--- DATA FOR THIS EXERCISE Enclosed Below ---

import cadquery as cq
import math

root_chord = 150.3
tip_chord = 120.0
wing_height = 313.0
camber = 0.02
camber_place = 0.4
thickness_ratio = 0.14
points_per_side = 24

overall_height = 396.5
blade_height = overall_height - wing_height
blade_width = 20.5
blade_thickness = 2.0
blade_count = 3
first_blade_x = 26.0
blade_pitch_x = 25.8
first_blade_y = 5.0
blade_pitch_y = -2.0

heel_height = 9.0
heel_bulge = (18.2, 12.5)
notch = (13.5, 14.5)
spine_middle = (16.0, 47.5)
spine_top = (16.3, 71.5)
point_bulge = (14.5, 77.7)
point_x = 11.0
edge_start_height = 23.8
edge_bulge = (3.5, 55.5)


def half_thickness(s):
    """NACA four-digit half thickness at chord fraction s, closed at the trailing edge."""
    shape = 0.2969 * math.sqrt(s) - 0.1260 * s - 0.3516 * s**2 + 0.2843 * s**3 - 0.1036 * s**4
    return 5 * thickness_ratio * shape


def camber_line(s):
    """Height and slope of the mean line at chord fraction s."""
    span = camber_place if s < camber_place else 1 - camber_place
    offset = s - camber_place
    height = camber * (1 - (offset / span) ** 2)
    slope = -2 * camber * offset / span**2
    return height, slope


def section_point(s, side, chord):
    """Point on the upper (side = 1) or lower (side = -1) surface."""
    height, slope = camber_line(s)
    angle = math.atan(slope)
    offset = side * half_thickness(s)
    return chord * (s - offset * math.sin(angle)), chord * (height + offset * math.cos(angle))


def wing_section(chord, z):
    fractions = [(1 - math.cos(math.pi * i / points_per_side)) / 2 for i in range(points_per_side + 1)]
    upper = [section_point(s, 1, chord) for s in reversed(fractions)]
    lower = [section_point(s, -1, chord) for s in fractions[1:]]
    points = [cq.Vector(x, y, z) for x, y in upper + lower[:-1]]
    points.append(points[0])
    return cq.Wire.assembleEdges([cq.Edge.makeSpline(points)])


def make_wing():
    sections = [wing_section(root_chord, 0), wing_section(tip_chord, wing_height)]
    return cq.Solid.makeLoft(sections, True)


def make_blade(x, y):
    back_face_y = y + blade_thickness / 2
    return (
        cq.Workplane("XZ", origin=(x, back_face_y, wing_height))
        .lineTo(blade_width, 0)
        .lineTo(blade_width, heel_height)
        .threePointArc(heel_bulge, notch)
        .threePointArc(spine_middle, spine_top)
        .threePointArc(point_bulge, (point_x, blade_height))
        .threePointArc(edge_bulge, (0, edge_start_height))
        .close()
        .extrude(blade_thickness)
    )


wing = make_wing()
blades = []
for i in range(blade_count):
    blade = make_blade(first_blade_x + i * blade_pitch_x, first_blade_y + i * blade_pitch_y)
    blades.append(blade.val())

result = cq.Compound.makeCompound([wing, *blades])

--- End of Enclosed DATA FOR THIS EXERCISE ---

→ **WHAT TO PRODUCE**
Using only the entries above, output the line with "blade_count = 3", the line with "shape = 0.2969", and all lines between them, exactly as they stand.

→ **ANSWER SECTION**
blade_count = 3
first_blade_x = 26.0
blade_pitch_x = 25.8
first_blade_y = 5.0
blade_pitch_y = -2.0

heel_height = 9.0
heel_bulge = (18.2, 12.5)
notch = (13.5, 14.5)
spine_middle = (16.0, 47.5)
spine_top = (16.3, 71.5)
point_bulge = (14.5, 77.7)
point_x = 11.0
edge_start_height = 23.8
edge_bulge = (3.5, 55.5)


def half_thickness(s):
    """NACA four-digit half thickness at chord fraction s, closed at the trailing edge."""
    shape = 0.2969 * math.sqrt(s) - 0.1260 * s - 0.3516 * s**2 + 0.2843 * s**3 - 0.1036 * s**4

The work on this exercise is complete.